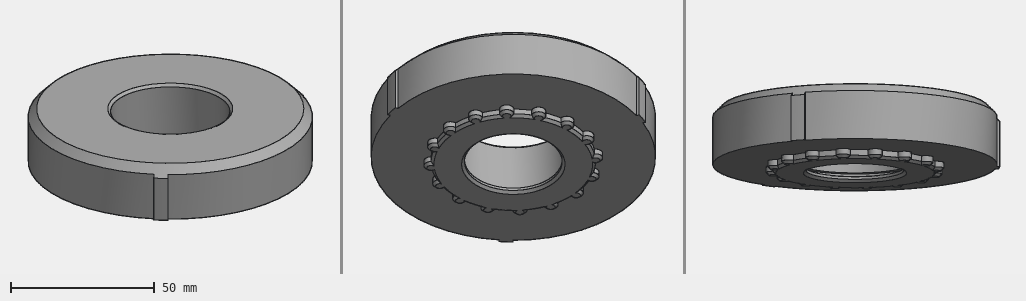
import cadquery as cq
import math

total_height = 23.0
base_height = 3.0
cap_height = total_height - base_height

cap_radius = 49.5
cap_chamfer = 3.0
bore_diameter = 41.5
bore_chamfer = 1.0
key_count = 3
key_width = 5.0
key_projection = 1.0
key_radius = cap_radius + key_projection
key_start_angle = 90.0

base_radius = 28.6
base_chamfer = 1.0
hole_diameter = 34.0
hole_chamfer = 1.0
lobe_count = 16
lobe_radius = 2.5
lobe_circle_radius = 28.7

undercut_diameter = 46.0
undercut_floor = 2.0
undercut_roof = 4.0


def disc(radius, bottom, height):
    """Plain upright disc on the Z axis."""
    return cq.Workplane("XY").workplane(offset=bottom).circle(radius).extrude(height)


def undercut():
    """Space removed from both the cap and the base."""
    return disc(undercut_diameter / 2, undercut_floor, undercut_roof - undercut_floor)


def rim_key(angle):
    """Radial bar with parallel sides that reaches from the axis past the cap rim."""
    bar = (
        cq.Workplane("XY")
        .workplane(offset=base_height)
        .center(key_radius / 2, 0)
        .rect(key_radius, key_width)
        .extrude(cap_height)
    )
    return bar.rotate((0, 0, 0), (0, 0, 1), angle)


def make_cap():
    """Keyed ring whose rim and keys share one conical top edge."""
    cap = disc(cap_radius, base_height, cap_height)
    for index in range(key_count):
        cap = cap.union(rim_key(key_start_angle + index * 360 / key_count))

    envelope = disc(key_radius, base_height, cap_height)
    envelope = envelope.faces(">Z").chamfer(cap_chamfer + key_projection)
    cap = cap.intersect(envelope)

    bore_radius = bore_diameter / 2
    bore_mouth = cq.Solid.makeCone(
        bore_radius,
        bore_radius + bore_chamfer,
        bore_chamfer,
        pnt=cq.Vector(0, 0, total_height - bore_chamfer),
    )
    bore = disc(bore_radius, base_height, cap_height)
    return cap.cut(bore).cut(cq.Workplane(bore_mouth)).cut(undercut())


def chamfered_disc(radius):
    """Disc of the base thickness with its bottom edge chamfered."""
    return disc(radius, 0, base_height).faces("<Z").chamfer(base_chamfer)


def make_base():
    """Lobed ring, chamfered along its bottom edges and recessed on top."""
    base = chamfered_disc(base_radius)
    for index in range(lobe_count):
        angle = math.radians(index * 360 / lobe_count)
        lobe_x = lobe_circle_radius * math.cos(angle)
        lobe_y = lobe_circle_radius * math.sin(angle)
        base = base.union(chamfered_disc(lobe_radius).translate((lobe_x, lobe_y, 0)))

    hole_radius = hole_diameter / 2
    hole_mouth = cq.Solid.makeCone(hole_radius + hole_chamfer, hole_radius, hole_chamfer)
    hole = disc(hole_radius, 0, base_height)
    return base.cut(hole).cut(cq.Workplane(hole_mouth)).cut(undercut())


cap = make_cap().solids()
base = make_base().solids()

result = cq.Compound.makeCompound([cap.val(), base.val()])
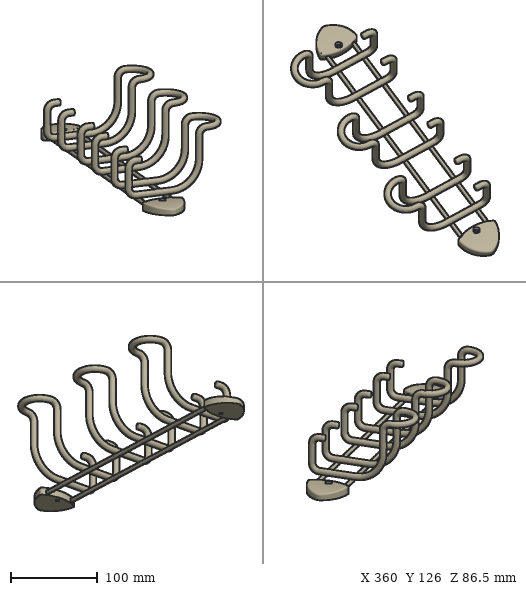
import cadquery as cq
import math

RACK_LENGTH = 360.0
HOOK_PITCH = 100.0
HOOK_COUNT = 3

ROD_DIAMETER = 5.0
ROD_SPACING = 35.0
ROD_HEIGHT = 4.0

CAP_WIDTH = 50.0
CAP_HEIGHT = 10.0
CAP_TIP_X = -RACK_LENGTH / 2
CAP_NOSE_END = (CAP_TIP_X + 0.9, 4.0)
CAP_SHOULDER = (CAP_TIP_X + 30.7, CAP_WIDTH / 2)
CAP_BACK_CORNER = (CAP_TIP_X + 34.0, 23.0)
CAP_BACK_X = CAP_TIP_X + 39.7
CAP_SIDE_RADIUS = 36.0
CAP_CORNER_RADIUS = 3.0
CAP_EDGE_FILLET = 2.0
CAP_FLAT_START_X = CAP_TIP_X + 24.5
CAP_CROWN_RADIUS = 118.0

SCREW_X = CAP_TIP_X + 32.2
SCREW_HOLE_DIAMETER = 4.0
SCREW_SINK_DIAMETER = 8.0
SCREW_SINK_ANGLE = 90.0

WIRE_DIAMETER = 8.0
LEG_SPACING = 42.0
LOOP_RADIUS = LEG_SPACING / 2
SEAT_Z = ROD_HEIGHT + ROD_DIAMETER / 2 + WIRE_DIAMETER / 2
FRONT_Y = -31.0
FRONT_TOP_Z = 52.5
FRONT_TIP_Y = -15.0
REAR_Y = 57.0
REAR_TOP_Z = 82.5
SEAT_BEND_RADIUS = 34.0
BEND_RADIUS = 9.0
LOOP_START_Y = REAR_Y + BEND_RADIUS
TIP_FILLET = 2.0


def cap_outline():
    """Shield outline: rounded nose, two bowed sides and a bowed back."""
    nose_x, nose_y = CAP_NOSE_END
    shoulder_x, shoulder_y = CAP_SHOULDER
    corner_x, corner_y = CAP_BACK_CORNER
    return (
        cq.Workplane("XY")
        .moveTo(nose_x, -nose_y)
        .threePointArc((CAP_TIP_X, 0), (nose_x, nose_y))
        .radiusArc((shoulder_x, shoulder_y), CAP_SIDE_RADIUS)
        .radiusArc((corner_x, corner_y), CAP_CORNER_RADIUS)
        .threePointArc((CAP_BACK_X, 0), (corner_x, -corner_y))
        .radiusArc((shoulder_x, -shoulder_y), CAP_CORNER_RADIUS)
        .radiusArc((nose_x, -nose_y), CAP_SIDE_RADIUS)
        .close()
    )


def crown_profile():
    """Side profile of the cap: flat top that curves down toward the nose."""
    run = CAP_FLAT_START_X - CAP_TIP_X
    mid_drop = CAP_CROWN_RADIUS - math.sqrt(CAP_CROWN_RADIUS**2 - (run / 2) ** 2)
    tip_drop = CAP_CROWN_RADIUS - math.sqrt(CAP_CROWN_RADIUS**2 - run**2)
    return (
        cq.Workplane("XZ")
        .moveTo(CAP_TIP_X, 0)
        .lineTo(CAP_TIP_X, CAP_HEIGHT - tip_drop)
        .threePointArc(
            (CAP_FLAT_START_X - run / 2, CAP_HEIGHT - mid_drop),
            (CAP_FLAT_START_X, CAP_HEIGHT),
        )
        .lineTo(CAP_BACK_X, CAP_HEIGHT)
        .lineTo(CAP_BACK_X, 0)
        .close()
    )


def make_left_cap():
    block = cap_outline().extrude(CAP_HEIGHT)
    crown = crown_profile().extrude(CAP_WIDTH, both=True)
    cap = block.intersect(crown)
    cap = cap.edges("not(<Z or |Z or |Y)").fillet(CAP_EDGE_FILLET)
    return (
        cap.faces(">Z")
        .workplane(origin=(SCREW_X, 0, CAP_HEIGHT))
        .cskHole(SCREW_HOLE_DIAMETER, SCREW_SINK_DIAMETER, SCREW_SINK_ANGLE)
    )


def make_rods():
    rod_end_x = CAP_BACK_CORNER[0]
    return (
        cq.Workplane("YZ", origin=(rod_end_x, 0, 0))
        .pushPoints([(-ROD_SPACING / 2, ROD_HEIGHT), (ROD_SPACING / 2, ROD_HEIGHT)])
        .circle(ROD_DIAMETER / 2)
        .extrude(-2 * rod_end_x)
    )


def make_frame():
    """Two end caps joined by the two rods."""
    left_cap = make_left_cap()
    right_cap = left_cap.mirror("YZ")
    return left_cap.union(right_cap).union(make_rods())


def bend(start, corner, end):
    """Quarter-circle edge from start to end, tangent to the lines that meet at corner."""
    start, corner, end = (cq.Vector(*point) for point in (start, corner, end))
    center = start + end - corner
    middle = center + (corner - center).normalized() * (start - center).Length
    return cq.Edge.makeThreePointArc(start, middle, end)


def leg_edges(x):
    """Wire axis of one leg, from its free front tip to the start of the rear loop."""
    front_low = SEAT_Z + BEND_RADIUS
    front_high = FRONT_TOP_Z - BEND_RADIUS
    front_in = FRONT_Y + BEND_RADIUS
    seat_end = REAR_Y - SEAT_BEND_RADIUS
    rear_low = SEAT_Z + SEAT_BEND_RADIUS
    rear_high = REAR_TOP_Z - BEND_RADIUS

    tip = (x, FRONT_TIP_Y, FRONT_TOP_Z)
    top_bend = [(x, front_in, FRONT_TOP_Z), (x, FRONT_Y, FRONT_TOP_Z), (x, FRONT_Y, front_high)]
    low_bend = [(x, FRONT_Y, front_low), (x, FRONT_Y, SEAT_Z), (x, front_in, SEAT_Z)]
    seat_bend = [(x, seat_end, SEAT_Z), (x, REAR_Y, SEAT_Z), (x, REAR_Y, rear_low)]
    loop_bend = [(x, REAR_Y, rear_high), (x, REAR_Y, REAR_TOP_Z), (x, LOOP_START_Y, REAR_TOP_Z)]

    edges = []
    last_point = tip
    for points in (top_bend, low_bend, seat_bend, loop_bend):
        edges.append(cq.Edge.makeLine(cq.Vector(*last_point), cq.Vector(*points[0])))
        edges.append(bend(*points))
        last_point = points[-1]
    return edges


def make_hook(center_x):
    """One bent wire: two legs joined by a half-round loop at the rear."""
    left_x = center_x - LEG_SPACING / 2
    right_x = center_x + LEG_SPACING / 2
    loop = cq.Edge.makeThreePointArc(
        cq.Vector(left_x, LOOP_START_Y, REAR_TOP_Z),
        cq.Vector(center_x, LOOP_START_Y + LOOP_RADIUS, REAR_TOP_Z),
        cq.Vector(right_x, LOOP_START_Y, REAR_TOP_Z),
    )
    axis = cq.Wire.assembleEdges(leg_edges(left_x) + [loop] + leg_edges(right_x)[::-1])
    wire = (
        cq.Workplane("XZ", origin=(left_x, FRONT_TIP_Y, FRONT_TOP_Z))
        .circle(WIRE_DIAMETER / 2)
        .sweep(cq.Workplane(axis))
    )
    return wire.faces("%PLANE").edges().fillet(TIP_FILLET)


frame = make_frame()
first_hook_x = -HOOK_PITCH * (HOOK_COUNT - 1) / 2
hooks = [make_hook(first_hook_x + HOOK_PITCH * index) for index in range(HOOK_COUNT)]

result = cq.Compound.makeCompound([frame.val(), *[hook.val() for hook in hooks]])

▶ [Task description]
Reproduce exactly the stretch of lines that starts at the one containing "origin=(left_x, FRONT_TIP_Y, FRONT_TOP_Z))" and ends with the final line of the data, including both ends and nothing more.

▶ [Solved problem]
        cq.Workplane("XZ", origin=(left_x, FRONT_TIP_Y, FRONT_TOP_Z))
        .circle(WIRE_DIAMETER / 2)
        .sweep(cq.Workplane(axis))
    )
    return wire.faces("%PLANE").edges().fillet(TIP_FILLET)


frame = make_frame()
first_hook_x = -HOOK_PITCH * (HOOK_COUNT - 1) / 2
hooks = [make_hook(first_hook_x + HOOK_PITCH * index) for index in range(HOOK_COUNT)]

result = cq.Compound.makeCompound([frame.val(), *[hook.val() for hook in hooks]])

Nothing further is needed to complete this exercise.